Benchmark Accuracy Comparison

Codex-Spark nearly matches the flagship on SWE-Bench Pro but falls behind on Terminal-Bench 2.0.

The Actual Problem: Token-Happy and Tool-Happy

Here’s where the marketing and reality diverge. I’m on the $20 plan, not the $200 Pro plan, so I can’t test Codex-Spark myself. But the reviews coming in tell a consistent story: the model is way too aggressive with tool calls and token usage. GPT-5.3-Codex is surgical. It uses the tools it needs, completes the task efficiently, and moves on. Codex-Spark, despite its faster inference speed, calls far more tools than necessary, generates more tokens than it should, and often ends up being slower at completing the actual task than the flagship model it’s supposed to complement.

OpenAI demoed it building a snake game. Models have been able to build a snake game for years. That tells you nothing about how it handles real codebases with complex dependencies, multi-file refactors, or the kind of software engineering work people are actually using Codex for in 2026. On those tasks, the excess tool calls and verbose output eat into whatever time savings the raw inference speed provides.

Where It Does Work

Not all the feedback is negative. For research-style tasks, quick lookups in a codebase, generating docstrings, basic refactoring, or any task where you don’t need frontier-level precision, Codex-Spark’s speed advantage is real and useful. If you’re doing a lot of lightweight, iterative work where the model’s intelligence ceiling doesn’t matter much, 1000 tokens per second makes a noticeable difference in how the interaction feels.

The problem is that for the complex tasks where Codex shines most, where you want it to carefully reason through a problem and make clean, minimal changes, the Spark variant is worse and sometimes not even faster. That’s a tough sell for a speed-focused model.

The Cerebras Partnership and What’s Next

The Cerebras integration is interesting from an infrastructure perspective. GPUs remain foundational for OpenAI’s training and inference pipelines, but Cerebras’ Wafer Scale Engine 3 fills a niche for workflows demanding extremely low latency. OpenAI says GPUs and Cerebras can be combined for single workloads to hit the best performance, which suggests this is more of a complement than a replacement for their existing GPU fleet.

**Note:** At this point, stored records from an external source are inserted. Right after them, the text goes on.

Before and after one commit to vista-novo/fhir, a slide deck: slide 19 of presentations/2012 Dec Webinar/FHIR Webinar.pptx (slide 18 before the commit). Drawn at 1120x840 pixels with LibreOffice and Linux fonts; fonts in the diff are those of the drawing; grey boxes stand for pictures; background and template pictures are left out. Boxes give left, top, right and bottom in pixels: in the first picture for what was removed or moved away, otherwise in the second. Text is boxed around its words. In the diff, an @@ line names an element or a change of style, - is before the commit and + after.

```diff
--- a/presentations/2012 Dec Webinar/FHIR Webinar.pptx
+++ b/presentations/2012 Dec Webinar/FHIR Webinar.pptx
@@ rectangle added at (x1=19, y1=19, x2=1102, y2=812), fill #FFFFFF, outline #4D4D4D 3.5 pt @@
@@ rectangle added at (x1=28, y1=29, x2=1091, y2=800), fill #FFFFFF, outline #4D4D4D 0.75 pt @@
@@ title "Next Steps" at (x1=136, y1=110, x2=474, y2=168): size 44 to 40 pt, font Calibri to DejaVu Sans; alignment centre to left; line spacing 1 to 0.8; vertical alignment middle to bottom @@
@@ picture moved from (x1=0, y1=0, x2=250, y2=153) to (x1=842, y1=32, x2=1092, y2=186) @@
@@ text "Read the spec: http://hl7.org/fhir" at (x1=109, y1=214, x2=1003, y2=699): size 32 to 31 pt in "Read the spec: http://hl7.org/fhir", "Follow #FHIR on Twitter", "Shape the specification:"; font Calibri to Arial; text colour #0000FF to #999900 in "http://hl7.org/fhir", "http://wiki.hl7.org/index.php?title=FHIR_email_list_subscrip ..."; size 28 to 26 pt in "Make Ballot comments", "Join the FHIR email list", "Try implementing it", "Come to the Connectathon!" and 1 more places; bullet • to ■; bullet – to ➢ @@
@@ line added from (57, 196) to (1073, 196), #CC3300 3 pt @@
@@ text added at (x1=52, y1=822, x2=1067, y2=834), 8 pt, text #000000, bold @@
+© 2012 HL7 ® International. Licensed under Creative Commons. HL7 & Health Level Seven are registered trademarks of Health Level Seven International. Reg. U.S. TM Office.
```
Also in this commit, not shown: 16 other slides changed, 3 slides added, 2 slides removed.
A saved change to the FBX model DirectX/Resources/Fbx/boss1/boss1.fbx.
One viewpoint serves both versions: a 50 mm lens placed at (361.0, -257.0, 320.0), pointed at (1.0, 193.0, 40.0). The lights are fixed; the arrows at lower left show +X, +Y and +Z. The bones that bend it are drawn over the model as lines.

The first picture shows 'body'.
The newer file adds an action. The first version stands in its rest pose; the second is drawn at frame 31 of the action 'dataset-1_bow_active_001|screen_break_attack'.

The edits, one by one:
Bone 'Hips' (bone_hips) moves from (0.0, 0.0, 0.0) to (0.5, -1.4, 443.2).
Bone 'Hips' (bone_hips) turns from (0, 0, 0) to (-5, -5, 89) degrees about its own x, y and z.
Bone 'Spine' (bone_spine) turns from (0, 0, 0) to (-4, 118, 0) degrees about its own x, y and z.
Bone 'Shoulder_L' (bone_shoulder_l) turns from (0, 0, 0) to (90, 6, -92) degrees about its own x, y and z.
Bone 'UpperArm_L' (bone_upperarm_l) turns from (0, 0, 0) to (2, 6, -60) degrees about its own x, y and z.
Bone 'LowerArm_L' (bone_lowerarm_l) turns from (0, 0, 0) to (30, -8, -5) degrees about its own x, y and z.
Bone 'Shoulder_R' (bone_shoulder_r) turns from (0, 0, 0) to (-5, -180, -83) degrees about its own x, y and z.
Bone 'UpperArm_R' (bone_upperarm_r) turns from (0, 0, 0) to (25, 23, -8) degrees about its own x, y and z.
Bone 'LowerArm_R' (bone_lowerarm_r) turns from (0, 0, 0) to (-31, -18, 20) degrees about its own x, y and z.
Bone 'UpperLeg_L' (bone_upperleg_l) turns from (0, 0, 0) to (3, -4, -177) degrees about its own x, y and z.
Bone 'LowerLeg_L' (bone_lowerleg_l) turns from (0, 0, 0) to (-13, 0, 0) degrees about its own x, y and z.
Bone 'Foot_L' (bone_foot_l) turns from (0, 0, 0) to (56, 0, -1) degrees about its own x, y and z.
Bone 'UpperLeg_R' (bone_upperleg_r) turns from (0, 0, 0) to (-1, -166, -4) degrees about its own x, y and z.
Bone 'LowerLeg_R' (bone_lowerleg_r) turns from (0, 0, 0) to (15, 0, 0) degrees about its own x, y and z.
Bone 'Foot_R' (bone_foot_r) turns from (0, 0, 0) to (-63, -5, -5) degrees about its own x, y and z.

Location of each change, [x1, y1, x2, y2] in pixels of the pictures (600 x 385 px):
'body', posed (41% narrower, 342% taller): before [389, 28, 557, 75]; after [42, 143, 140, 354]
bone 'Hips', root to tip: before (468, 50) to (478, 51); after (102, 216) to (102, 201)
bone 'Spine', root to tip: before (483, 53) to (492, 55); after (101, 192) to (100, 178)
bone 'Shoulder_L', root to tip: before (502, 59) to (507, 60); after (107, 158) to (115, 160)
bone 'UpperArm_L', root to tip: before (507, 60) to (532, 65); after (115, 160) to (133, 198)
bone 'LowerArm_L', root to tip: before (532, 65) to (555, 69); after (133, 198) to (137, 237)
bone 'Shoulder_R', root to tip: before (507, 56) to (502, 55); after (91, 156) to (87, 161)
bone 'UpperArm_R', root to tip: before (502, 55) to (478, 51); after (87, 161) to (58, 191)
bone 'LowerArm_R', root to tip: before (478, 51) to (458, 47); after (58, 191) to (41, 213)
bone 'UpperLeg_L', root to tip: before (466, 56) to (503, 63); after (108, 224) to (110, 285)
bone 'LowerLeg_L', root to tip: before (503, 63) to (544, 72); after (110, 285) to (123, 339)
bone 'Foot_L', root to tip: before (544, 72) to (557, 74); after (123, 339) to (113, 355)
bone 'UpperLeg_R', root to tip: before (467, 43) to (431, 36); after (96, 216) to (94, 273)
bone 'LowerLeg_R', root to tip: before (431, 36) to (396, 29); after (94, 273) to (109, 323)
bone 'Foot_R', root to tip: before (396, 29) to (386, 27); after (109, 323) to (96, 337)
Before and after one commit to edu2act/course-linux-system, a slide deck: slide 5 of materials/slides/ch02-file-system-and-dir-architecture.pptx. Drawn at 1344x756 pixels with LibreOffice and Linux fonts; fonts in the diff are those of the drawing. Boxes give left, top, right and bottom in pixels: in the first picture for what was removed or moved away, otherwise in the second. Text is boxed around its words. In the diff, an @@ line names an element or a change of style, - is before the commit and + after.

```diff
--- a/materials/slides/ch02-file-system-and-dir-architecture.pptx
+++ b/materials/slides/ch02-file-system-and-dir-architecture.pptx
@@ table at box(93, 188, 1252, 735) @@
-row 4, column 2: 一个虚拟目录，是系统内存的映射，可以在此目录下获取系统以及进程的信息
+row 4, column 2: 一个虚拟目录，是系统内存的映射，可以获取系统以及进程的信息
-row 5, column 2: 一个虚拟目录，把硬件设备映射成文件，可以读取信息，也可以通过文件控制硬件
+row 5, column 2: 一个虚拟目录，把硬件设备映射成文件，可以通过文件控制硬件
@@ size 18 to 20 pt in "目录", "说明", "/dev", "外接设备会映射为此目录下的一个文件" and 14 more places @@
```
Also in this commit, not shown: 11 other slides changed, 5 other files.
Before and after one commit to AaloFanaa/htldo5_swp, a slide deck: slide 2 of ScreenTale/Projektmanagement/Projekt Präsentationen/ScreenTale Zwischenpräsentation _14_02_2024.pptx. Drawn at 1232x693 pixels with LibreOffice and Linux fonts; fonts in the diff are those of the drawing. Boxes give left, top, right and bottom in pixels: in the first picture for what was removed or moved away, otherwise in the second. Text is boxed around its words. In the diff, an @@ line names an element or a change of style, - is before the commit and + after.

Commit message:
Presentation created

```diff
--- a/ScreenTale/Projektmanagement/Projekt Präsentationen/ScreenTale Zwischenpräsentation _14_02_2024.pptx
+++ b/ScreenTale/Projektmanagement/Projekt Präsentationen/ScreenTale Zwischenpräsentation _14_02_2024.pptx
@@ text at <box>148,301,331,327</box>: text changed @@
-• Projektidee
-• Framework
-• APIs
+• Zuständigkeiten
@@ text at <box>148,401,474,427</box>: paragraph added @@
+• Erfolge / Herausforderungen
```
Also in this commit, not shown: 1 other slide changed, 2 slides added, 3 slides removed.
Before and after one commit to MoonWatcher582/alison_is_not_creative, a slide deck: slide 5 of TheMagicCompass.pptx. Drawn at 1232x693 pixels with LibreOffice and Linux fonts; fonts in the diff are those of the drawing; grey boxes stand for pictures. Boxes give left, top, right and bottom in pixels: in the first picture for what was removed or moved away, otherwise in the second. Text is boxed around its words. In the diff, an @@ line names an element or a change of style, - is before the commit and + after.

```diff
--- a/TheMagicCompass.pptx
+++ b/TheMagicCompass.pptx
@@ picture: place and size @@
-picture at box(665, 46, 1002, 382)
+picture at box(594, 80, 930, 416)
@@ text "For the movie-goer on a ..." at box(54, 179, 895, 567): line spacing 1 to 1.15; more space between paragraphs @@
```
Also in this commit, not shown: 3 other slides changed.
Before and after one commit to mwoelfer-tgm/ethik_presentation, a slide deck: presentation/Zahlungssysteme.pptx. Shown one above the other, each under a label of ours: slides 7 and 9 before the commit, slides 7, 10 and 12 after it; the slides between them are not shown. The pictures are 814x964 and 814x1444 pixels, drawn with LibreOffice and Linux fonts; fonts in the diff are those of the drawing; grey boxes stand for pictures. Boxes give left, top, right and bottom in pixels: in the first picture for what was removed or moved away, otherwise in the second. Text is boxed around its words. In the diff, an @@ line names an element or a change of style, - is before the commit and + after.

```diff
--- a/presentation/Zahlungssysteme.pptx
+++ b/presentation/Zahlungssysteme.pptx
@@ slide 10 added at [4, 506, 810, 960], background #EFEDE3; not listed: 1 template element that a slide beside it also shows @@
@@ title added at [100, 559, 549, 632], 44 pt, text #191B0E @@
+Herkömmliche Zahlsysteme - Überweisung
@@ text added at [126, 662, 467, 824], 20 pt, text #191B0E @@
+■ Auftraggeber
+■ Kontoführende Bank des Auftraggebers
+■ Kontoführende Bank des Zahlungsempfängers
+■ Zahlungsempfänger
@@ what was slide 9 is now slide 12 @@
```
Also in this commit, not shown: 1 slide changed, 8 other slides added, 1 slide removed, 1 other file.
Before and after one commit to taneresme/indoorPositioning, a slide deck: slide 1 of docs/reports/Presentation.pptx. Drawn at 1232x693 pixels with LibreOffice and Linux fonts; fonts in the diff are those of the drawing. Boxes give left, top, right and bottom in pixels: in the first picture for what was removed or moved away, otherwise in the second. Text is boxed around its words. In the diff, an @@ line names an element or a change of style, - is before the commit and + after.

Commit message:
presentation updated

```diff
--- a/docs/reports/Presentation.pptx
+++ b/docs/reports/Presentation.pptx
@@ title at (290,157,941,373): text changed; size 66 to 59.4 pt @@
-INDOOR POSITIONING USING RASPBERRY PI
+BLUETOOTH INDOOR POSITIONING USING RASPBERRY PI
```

OpenAI’s roadmap for this line includes larger models, longer context lengths, and multimodal input. The vision is a Codex that blends real-time interactive mode with long-horizon autonomous agents: you stay in a tight loop with Spark while it delegates heavier tasks to sub-agents running the full GPT-5.3-Codex in the background. That’s a compelling direction. The question is whether they can make Spark’s real-time mode reliable and efficient enough that developers actually want to use it instead of just waiting for the flagship model to finish.

If you’re interested in how GPT-5.3-Codex stacks up against other frontier coding models, I covered that in my comparison of Claude Opus 4.6 vs GPT-5.3-Codex and in the broader 2026 LLM rankings.

Availability Details

Codex-Spark is available now for ChatGPT Pro users at $200/month. It has its own separate rate limits during the research preview, and usage doesn’t count against standard limits, though you might hit queuing during high demand. There’s also limited API access for design partners, with broader access planned in the coming weeks. Safety evaluations confirmed it doesn’t reach the Preparedness Framework threshold for high capability in cybersecurity or biology.

Bottom Line

GPT-5.3-Codex-Spark is a fast model. That part is true. But fast inference doesn’t always mean fast task completion, and that’s the disconnect right now. The model’s tendency to over-call tools and generate excessive tokens undermines its speed advantage on anything beyond basic tasks. For research, quick lookups, and lightweight coding, it’s a nice option to have. For real software engineering work, GPT-5.3-Codex is still the one to use, and it often finishes the job faster despite being 15x slower per token. Speed means nothing if the model takes a longer path to get there.